Apache Hive features

Major changes to Apache Hive 2.x improve Apache Hive 3.x transactions and security. Knowing the major differences between these versions is critical for SQL users, including those who use Apache Spark and Apache Impala.

Hive is a data warehouse system for summarizing, querying, and analyzing huge, disparate data sets.

ACID transaction processing

Hive 3 tables are ACID (Atomicity, Consistency, Isolation, and Durability)-compliant. Hive 3 write and read operations improve the performance of transactional tables. Atomic operations include simple writes and inserts, writes to multiple partitions, and multiple inserts in a single SELECT statement. A read operation is not affected by changes that occur during the operation. You can insert or delete data, and it remains consistent throughout software and hardware crashes. Creation and maintenance of Hive tables is simplified because there is no longer any need to bucket tables.

Materialized views

Because multiple queries frequently need the same intermediate roll up or joined table, you can avoid costly, repetitious query portion sharing, by precomputing and caching intermediate tables into views.

Query results cache

Hive filters and caches similar or identical queries. Hive does not recompute the data that has not changed. Caching repetitive queries can reduce the load substantially when hundreds or thousands of users of BI tools and web services query Hive.

Scheduled Queries

Using SQL statements, you can schedule Hive queries to run on a recurring basis, monitor query progress, temporarily ignore a query schedule, and limit the number running in parallel. You can use scheduled queries to start compaction and periodically rebuild materialized views, for example.

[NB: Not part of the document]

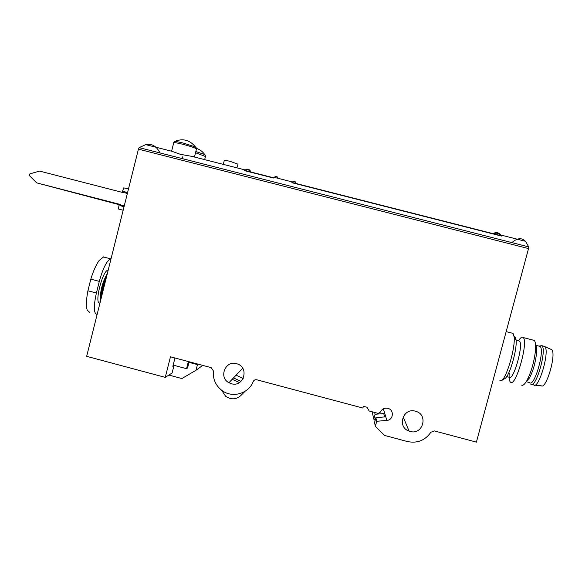 <?xml version="1.0" encoding="UTF-8"?>
<svg xmlns="http://www.w3.org/2000/svg" width="582" height="582" viewBox="0 0 582 582"><rect width="100%" height="100%" fill="white"/><g stroke="black" fill="none" stroke-linecap="round" stroke-linejoin="round"><path stroke-width="0.87" d="M123.166 210.248L118.466 209.025L119.055 204.929M119.114 204.202L120.227 205.722L124.053 206.705M127.596 192.511L123.755 191.587L123.537 192.075M122.315 191.9L123.748 187.862L128.484 188.961M509.214 377.354C513.419 381.443 523.931 344.093 519.406 341.037L518.438 340.783M159.963 152.935C156.616 146.162 151.873 143.398 145.726 144.634L139.134 147.624L138.429 149.152L86.66 356.33L165.259 377.369L172.083 373.018L173.953 365.678L173.072 365.445M511.913 242.614C517.245 237.929 521.77 237.485 525.488 241.297L528.725 246.899L528.529 248.587L138.429 149.152M492.998 233.637C496.039 231.92 498.621 232.371 500.746 234.997L501.473 236.066L291.822 182.69L292.462 181.984C294.157 180.355 295.249 180.835 295.743 183.425M278.167 178.347C277.345 176.251 276.006 175.91 274.166 177.328L273.409 178.005L244.258 170.584L245.204 169.951C247.75 168.547 249.663 169.238 250.951 172.025M173.698 142.641L174.389 141.608C175.073 141.288 178.085 141.79 183.425 143.107L195.545 146.999L196.512 148.839C194.621 147.704 190.118 146.191 182.995 144.314C176.222 142.663 173.116 142.234 173.654 143.019L171.755 150.585L172.01 151.327L180.471 154.339L191.638 156.325L194.606 156.383L196.41 149.225M103.647 256.88L99.129 260.503C96.008 264.97 93.244 271.183 90.821 279.134L87.918 290.774C86.201 299.686 85.976 306.168 87.235 310.221L89.795 312.432M90.821 279.134L99.318 281.375L96.408 293.015C93.411 306.656 93.658 313.785 97.136 314.404M99.318 281.375C102.941 268.258 106.724 260.758 110.66 258.859L111.031 258.823M165.259 377.369L170.475 356.795L211.164 367.635L213.427 370.981C212.743 379.086 215.638 385.626 222.113 390.595C232.407 398.364 248.754 393.658 253.199 381.581L254.145 380.33M174.964 357.995L172.839 366.34L173.953 365.678M244.986 391.366L240.592 395.767C235.928 399.659 230.945 399.827 225.634 396.277L221.589 390.216M233.469 377.936L241.013 381.356M239.413 382.57L232.167 379.304M236.081 375.194L243.211 378.431M253.199 381.581C253.941 380.09 255.142 379.493 256.793 379.791L362.892 408.055L363.364 406.272L366.958 407.233L369.17 410.994L378.162 413.387L380.468 412.063C382.032 408.877 384.564 407.655 388.078 408.404C394.436 410.041 393.396 420.168 386.848 420.408L376.714 421.273L375.87 417.672L384.702 416.916L383.713 413.547L375.077 414.289L374.648 412.456M376.714 421.273L375.368 426.373L374.553 422.656L375.87 417.672M375.077 414.289L373.789 419.164L372.4 412.805L372.633 411.918M375.368 426.373L384.527 435.416L407.349 441.527C417.265 443.564 425.1 440.479 430.855 432.266L434.317 430.906L476.411 442.124L528.529 248.587M373.789 419.164L375.128 420.48M410.034 431.429C422.91 435.409 428.716 414.508 415.621 411.27C403.151 407.145 396.611 427.101 409.095 431.131L410.034 431.429M231.374 383.727C243.763 387.583 249.583 367.388 237.092 363.837C225.787 359.574 218.155 377.238 228.915 382.723L231.374 383.727M228.915 382.723L242.432 368.53L243.072 368.864M188.364 361.56L186.553 368.69L173.152 365.118M186.553 368.69L187.564 368.006L189.005 362.36L189.696 361.917M168.867 375.063L181.875 378.547L196.018 370.261L197.458 364.608L189.005 362.36M197.458 364.608L198.113 364.157M196.018 370.261L202.74 365.394M107.481 273.016C102.781 283.274 100.271 293.313 99.959 303.135M106.295 277.752C103.538 285.02 101.748 292.179 100.926 299.243M292.12 182.77L292.324 182.552C293.932 181.002 295.001 181.358 295.525 183.636M493.274 233.979C496.126 232.538 498.556 233.069 500.571 235.565L500.818 235.899M244.767 170.708L245.073 170.526C247.495 169.18 249.343 169.74 250.624 172.199M223.488 163.6L224.274 160.523C223.99 160.065 225.991 160.356 230.276 161.403L238.002 164.189M504.281 378.933L505.161 378.409C509.832 375.201 517.245 349.346 516.088 340.194C515.848 337.633 515.186 336.44 514.11 336.607M499.727 380.868L501.764 380.432C506.995 376.852 515.434 347.396 514.153 337.065L513.048 333.399L511.833 333.086M521.574 385.109C522.905 385.888 524.651 384.426 526.805 380.715C531.213 372.189 534.094 362.222 535.447 350.8C535.913 345.17 535.505 341.707 534.225 340.405L532.937 340.07M526.274 381.61L529.482 377.936C533.068 371.025 535.396 362.957 536.48 353.718C536.844 349.375 536.553 346.596 535.615 345.373M509.214 373.098C508.879 377.878 509.257 380.861 510.356 382.054L510.545 382.207C515.761 387.467 528.805 341.285 523.131 337.516C521.981 336.556 520.446 337.647 518.511 340.805M534.749 385.139L541.289 385.801C546.243 389.525 556.53 354.3 551.801 349.68L550.434 349.091M533.84 385.051C538.888 389.002 549.794 351.535 544.956 346.712L543.515 346.108M530.682 384.091L530.886 384.244C535.971 388.798 547.255 349.076 541.813 345.672L538.925 346.115M529.758 382.745C534.523 386.986 545.123 349.615 540.045 346.406L538.961 346.123M124.439 205.148L120.547 205.533L120.43 204.508L36.673 182.864L29.296 175.531L29.849 173.894L39.569 171.079L123.384 192.671L123.966 191.82L127.211 194.053M119.812 204.871L36.673 182.864M528.725 246.899L139.134 147.624M108.187 270.186C102.607 269.597 93.84 304.67 99.951 303.084M386.848 420.408L383.356 408.833M106.455 275.184C102.672 282.234 100.613 289.741 100.271 297.722M87.918 290.774L96.408 293.015M174.52 141.535C182.661 138.065 189.674 139.884 195.545 146.999L196.229 147.792M195.53 152.724L205.468 156.514M195.821 151.56L204.726 154.521L205.286 155.176M119.572 204.311L120.423 204.551M123.755 191.587L127.509 192.875M124.206 206.101L122.598 205.657M124.097 206.508L120.547 205.533M127.473 193.02L123.966 191.82M127.414 193.253L125.828 192.715M519.406 341.037L516.074 340.164L514.153 337.065M509.046 377.216L506.689 376.598M525.488 241.297L500.746 234.997M292.462 181.984L274.166 177.328M245.204 169.951L191.638 156.318M172.01 151.32L145.726 144.634M409.095 431.131L403.137 416.836M103.21 256.909L110.66 258.859M273.627 177.794L245.073 170.526M500.571 235.565L292.324 182.552M237.267 167.056L238.053 163.971M204.675 159.635L205.548 156.202L204.726 154.521C202.616 151.553 199.859 149.509 196.461 148.388M182.355 157.751L182.573 156.885M505.161 378.409L501.764 380.432M513.048 333.399L506.173 331.616M536.48 353.718L535.447 350.8M529.482 377.936L526.805 380.715M534.225 340.405L523.131 337.516M551.801 349.68L544.956 346.712M544.679 346.414L541.813 345.672M533.541 384.84L531.832 384.396M540.045 346.406L535.607 345.25M529.569 382.6L526.208 381.719M528.041 380.104L527.525 379.966M119.936 205.279L120.299 205.381"/></g></svg>

Spark integration with Hive in Data Hub

Spark and Hive tables interoperate using the Hive Warehouse Connector and Spark Direct Reader to access ACID managed tables. You can access external tables from Spark directly using SparkSQL.

You do not need HWC to read or write Hive external tables. Spark users just read from or write to Hive directly. You can read Hive external tables in ORC or Parquet formats. You can write Hive external tables in ORC format only.

Security improvements

Apache Ranger secures Hive data by default. To meet demands for concurrency improvements, ACID support, render security, and other features, Hive tightly controls the location of the warehouse on a file system, or object store, and memory resources.

With Apache Ranger and Apache Hive ACID support, your organization will be ready to support and implement GDPR (General Data Protection Regulation).

Workload management at the query level

You can configure who uses query resources, how much can be used, and how fast Hive responds to resource requests. Workload management can improve parallel query execution, cluster sharing for queries, and query performance. Although the names are similar, Hive workload management queries are unrelated to Cloudera Workload XM for reporting and viewing millions of queries and hundreds of databases.

Connection Pooling

Hive supports HakariCP JDBC connection pooling.

Unsupported features

CDP does not support the following features that were available in HDP and CDH platforms:

  • CREATE TABLE that specifies a managed table location

    Do not use the LOCATION clause to create a managed table. Hive assigns a default location in the warehouse to managed tables.

  • CREATE INDEX

    Hive builds and stores indexes in ORC or Parquet within the main table, instead of a different table, automatically. Set hive.optimize.index.filter to enable use (not recommended--use materialized views instead). Existing indexes are preserved and migrated in Parquet or ORC to CDP during upgrade.